PostCSS version 8.4.19 represents a minor update to the popular CSS transformation tool, succeeding version 8.4.18. Both versions, designed for transforming styles with JavaScript plugins, share core dependencies like nanoid, picocolors, and source-map-js, indicating a consistent foundation for their functionality. The library is licensed under the MIT license and further benefits from funding through Open Collective and Tidelift.
A key difference lies in the release date, with version 8.4.19 being released on November 10, 2022, while version 8.4.18 was released on October 12, 2022. Looking at the dist object, we can observe very small differences in unpackedSize, which suggest that 8.4.19 may incorporate subtle bug fixes, performance enhancements, or minor internal adjustments. Developers should likely upgrade to version 8.4.19 to leverage the latest improvements and ensure compatibility with the broader ecosystem of PostCSS plugins. While the core feature set remains consistent, such iterative updates are crucial for maintaining stability and reliability in production environments. Also, bear in mind that it provides the same API as the previous release and there are no breaking changes, so the update must be painless.

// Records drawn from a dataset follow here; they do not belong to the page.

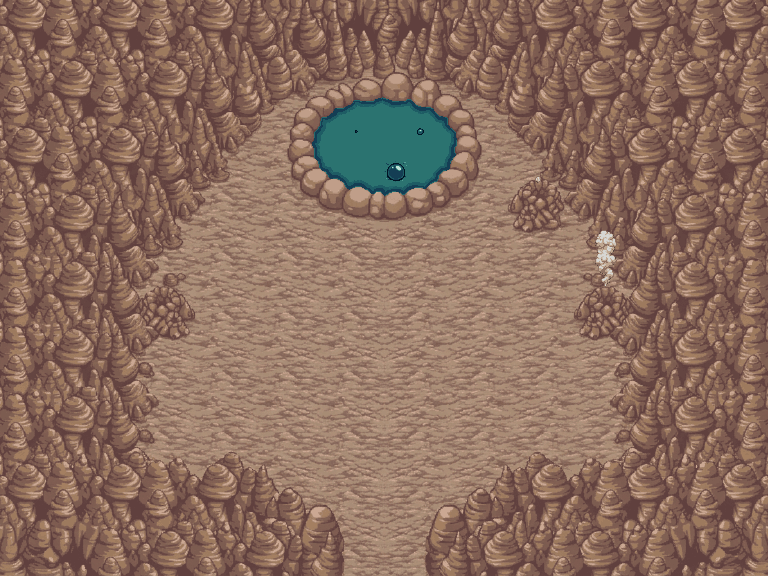
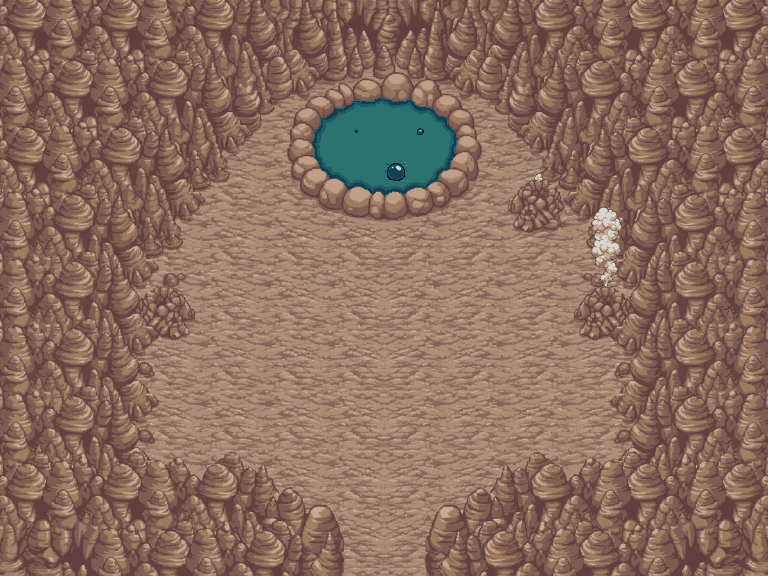
Layers edited between the first and the second w=768, h=576 image:
painted on "07_vapeur_f0" over [534, 173, 622, 286]
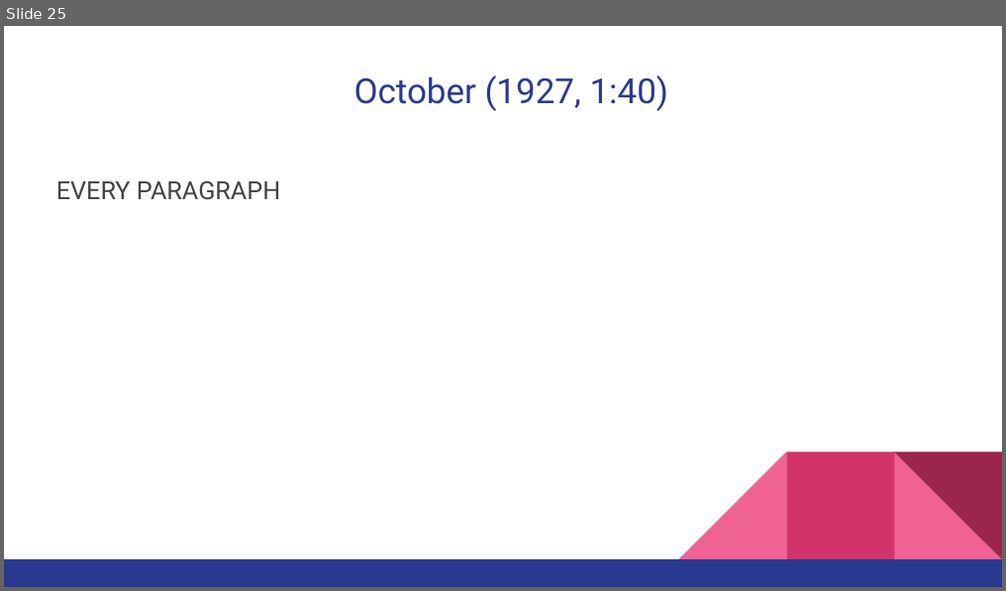
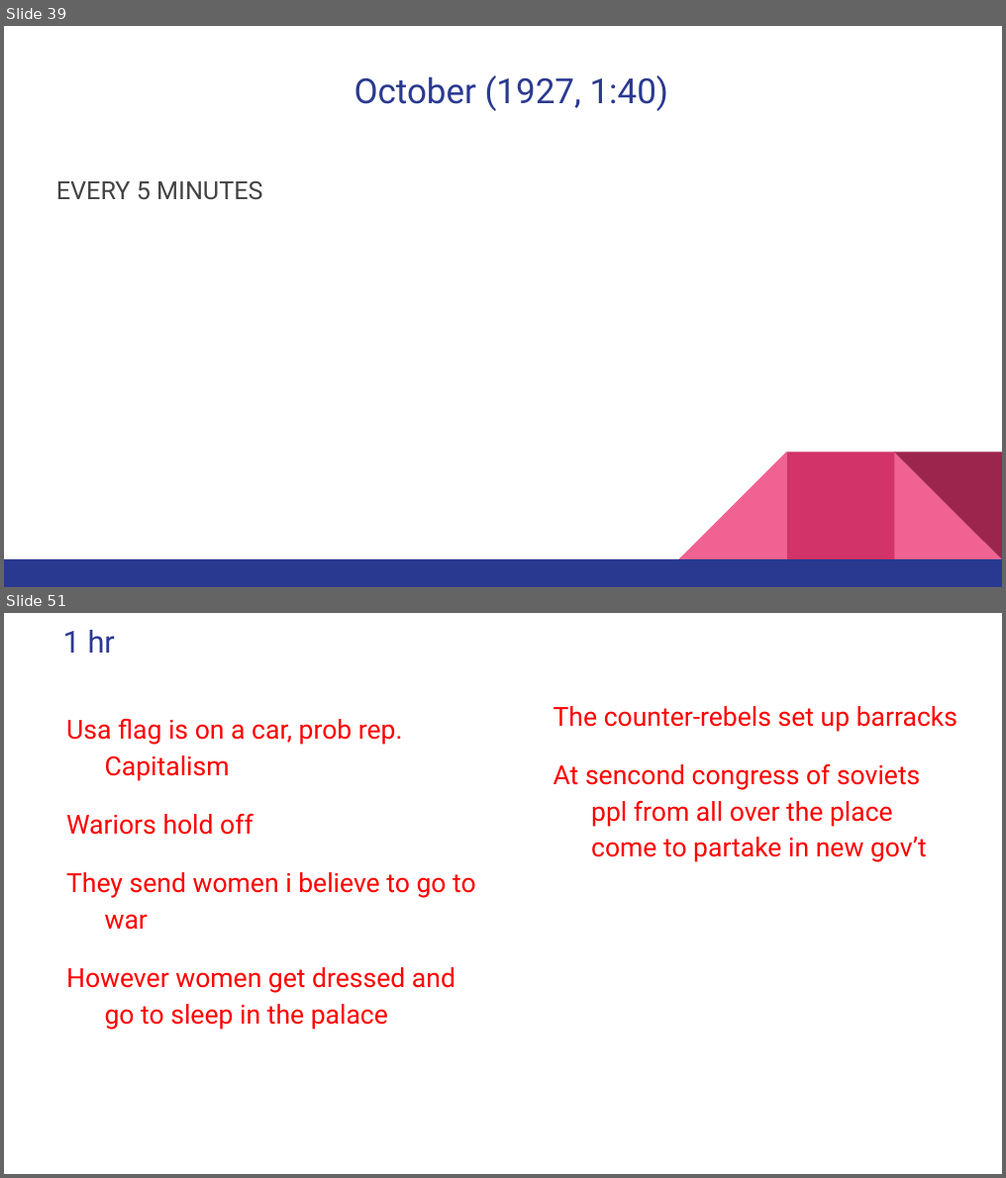
Before and after one commit to MichaelOdumosu57/Spring_2017, a slide deck: Spring 2017 Semester/Music or Arts/ARUS HW/9 ARUS HW/ARUS 280 HW#9 notes.pptx. Shown one above the other, each under a label of ours: slide 25 before the commit, slides 39 and 51 after it; the slides between them are not shown. The pictures are 1006x591 and 1006x1178 pixels, drawn with LibreOffice and Linux fonts; fonts in the diff are those of the drawing. Boxes give left, top, right and bottom in pixels: in the first picture for what was removed or moved away, otherwise in the second. Text is boxed around its words. In the diff, an @@ line names an element or a change of style, - is before the commit and + after.

```diff
--- a/Spring 2017 Semester/Music or Arts/ARUS HW/9 ARUS HW/ARUS 280 HW#9 notes.pptx
+++ b/Spring 2017 Semester/Music or Arts/ARUS HW/9 ARUS HW/ARUS 280 HW#9 notes.pptx
@@ slide 51 added at (x1=4, y1=613, x2=1002, y2=1174), background #FFFFFF @@
@@ title added at (x1=63, y1=630, x2=115, y2=653), 22 pt, text #2A3990 @@
+1 hr
@@ text added at (x1=66, y1=718, x2=476, y2=1030), 19 pt, text #FF0000 @@
+Usa flag is on a car, prob rep. Capitalism
+Wariors hold off
+They send women i believe to go to war
+However women get dressed and go to sleep in the palace
@@ text added at (x1=553, y1=706, x2=957, y2=862), 19 pt, text #FF0000 @@
+The counter-rebels set up barracks
+At sencond congress of soviets ppl from all over the place come to partake in new gov’t
@@ what was slide 25 is now slide 39 @@
@@ slide 39 changed as well @@
@@ text at (x1=56, y1=181, x2=262, y2=200): text changed @@
-EVERY PARAGRAPH
+EVERY 5 MINUTES
```
Also in this commit, not shown: 33 other slides added, 2 slides removed, 4 other files.
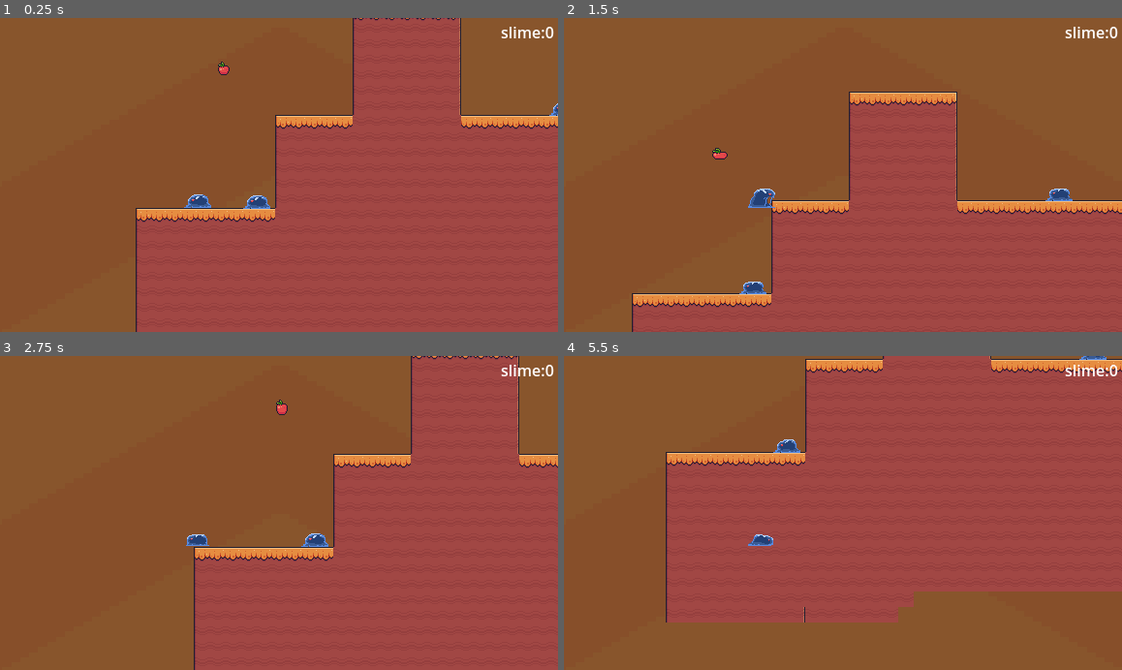
Above: before the commit, frames 1-4 (two rows, left to right).
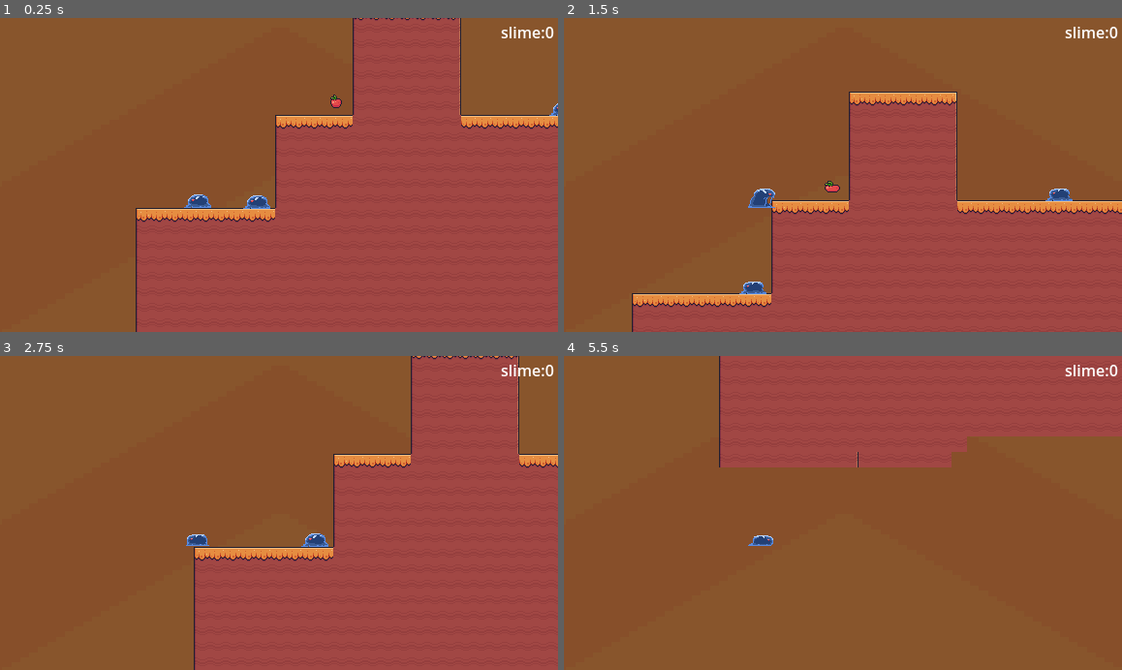
Above: after the commit, the same moments.

Repository: Yanndri/Slime-Climbers
Game: Godot game, scene res://main.tscn
Same seed, same stepped clock (60 frames per second), same inputs: the game is played once before the commit and once after it. The engine's default icon, where the game draws it, is replaced by a stand-in: a white triangle on a blue panel in a dark square.
Inputs:
- Up to frame 1 (0.25 s): no input
- Up to frame 2 (1.5 s): tap Enter (ui_accept) at 0.5, 0.77 s; hold Right (ui_right) from 0.53 s (still down)
- Up to frame 3 (2.75 s): tap Enter (ui_accept) at 1.52 s; release Right (ui_right) at 2.03 s; hold Left (ui_left) from 2.03 s (still down)
- Up to frame 4 (5.5 s): release Left (ui_left) at 2.78 s; hold Right (ui_right) 2.78-4.28 s; tap Enter (ui_accept) at 3.02, 3.77, 4.52 s; hold Left (ui_left) 4.28-5.03 s; hold Right (ui_right) from 5.03 s (still down)

The runs differ from the first frame. In frame 1, 0.1% of the frame differs, in the area x 39-62%, y 13-29%; in frame 2, 0.1%; in frame 3, less than 0.1%; in frame 4, 36%, in the area x 18-100%, y 0-85%.

Commit message:
asdfffasdf

Diff:
--- a/level_1.tscn
+++ b/level_1.tscn
@@ -22,4 +22,4 @@
 position = Vector2(62, -4)
 
 [node name="Power-up" parent="." instance=ExtResource("4_cpncv")]
-position = Vector2(28, -132)
+position = Vector2(144, -98)
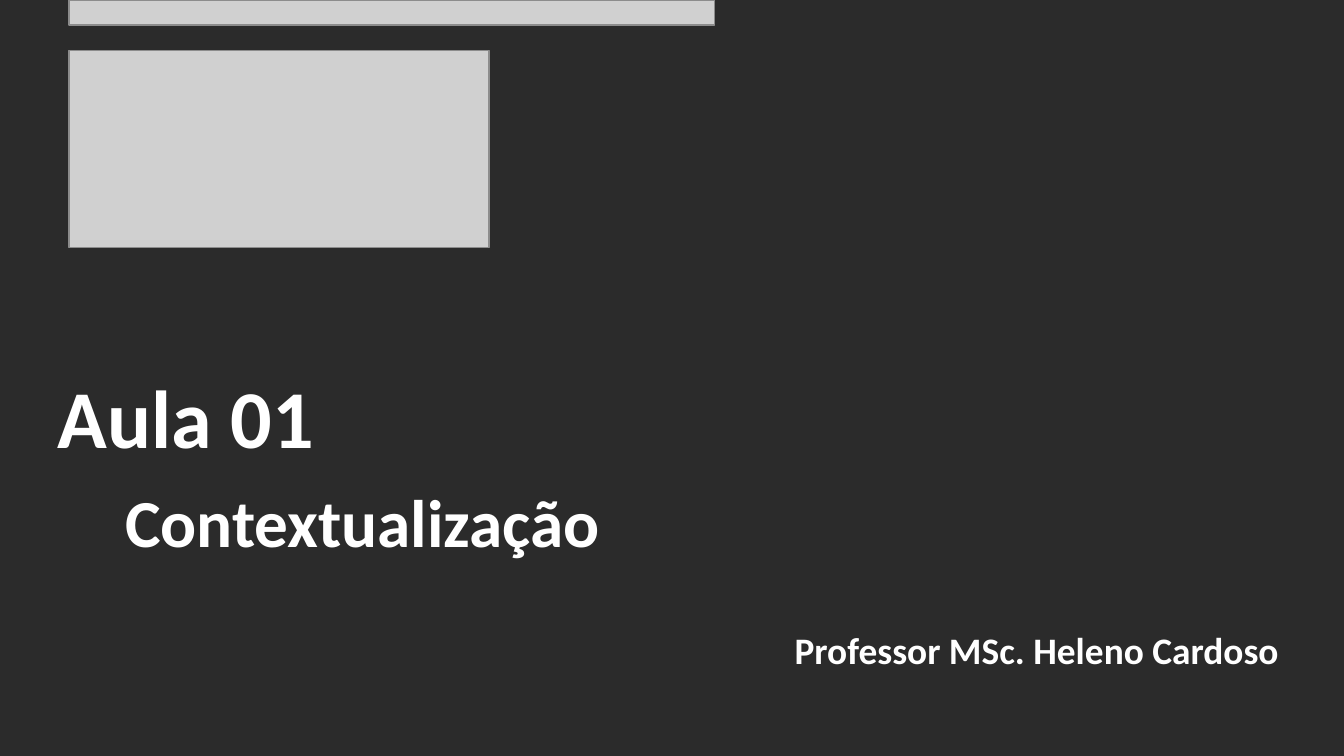
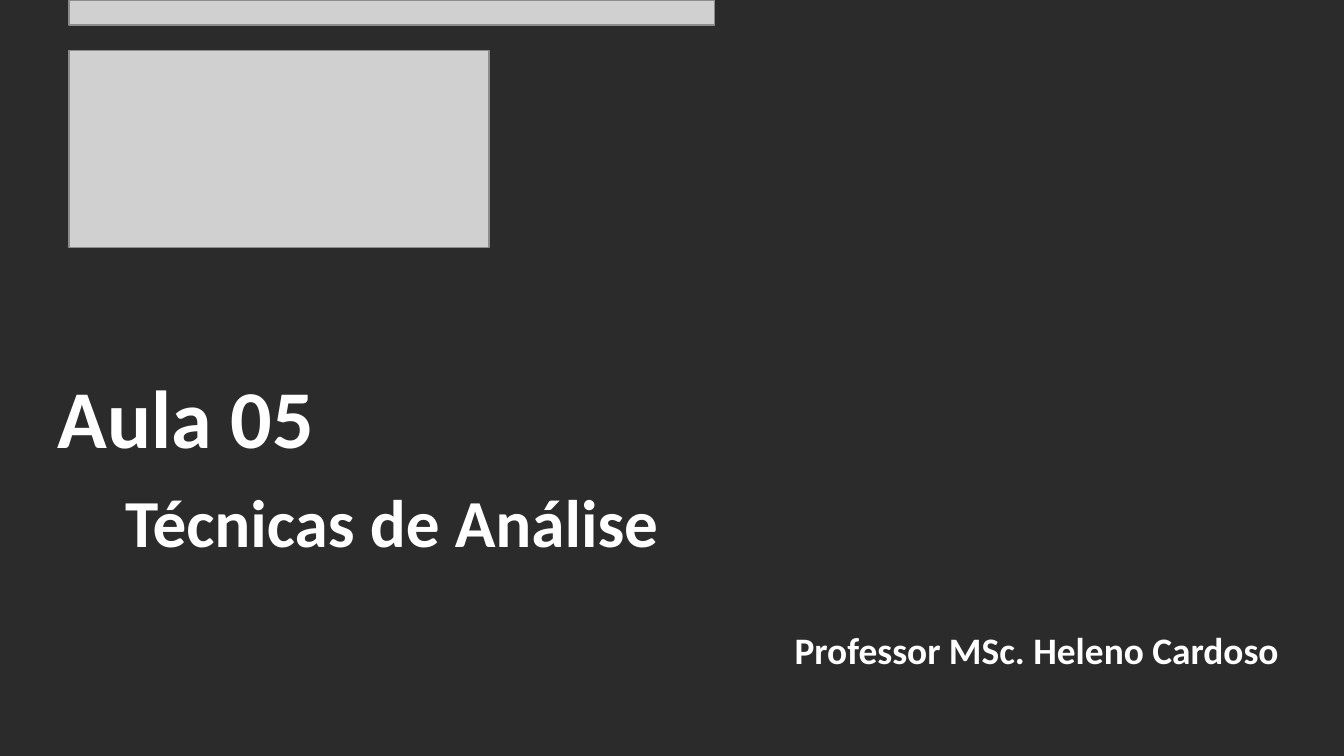
Before and after one commit to CloudEducationBrazil/WydenPythonBigData, a slide deck: slide 2 of 01 Classes/Aula 05 - Python Big Data.pptx. Drawn at 1344x756 pixels with LibreOffice and Linux fonts; fonts in the diff are those of the drawing; grey boxes stand for pictures; background and template pictures are left out; a plain dark background stands for a picture behind light text. Boxes give left, top, right and bottom in pixels: in the first picture for what was removed or moved away, otherwise in the second. Text is boxed around its words. In the diff, an @@ line names an element or a change of style, - is before the commit and + after.

```diff
--- a/01 Classes/Aula 05 - Python Big Data.pptx
+++ b/01 Classes/Aula 05 - Python Big Data.pptx
@@ title at (x1=58, y1=390, x2=658, y2=548): text changed @@
-Aula 01
-Contextualização
+Aula 05
+Técnicas de Análise
```
Also in this commit, not shown: 22 other files.

All the vulnerabilities related to the version 8.4.19 of the package
PostCSS line return parsing error
An issue was discovered in PostCSS before 8.4.31. It affects linters using PostCSS to parse external Cascading Style Sheets (CSS). There may be \r discrepancies, as demonstrated by @font-face{ font:(\r/*);} in a rule.
This vulnerability affects linters using PostCSS to parse external untrusted CSS. An attacker can prepare CSS in such a way that it will contains parts parsed by PostCSS as a CSS comment. After processing by PostCSS, it will be included in the PostCSS output in CSS nodes (rules, properties) despite being originally included in a comment.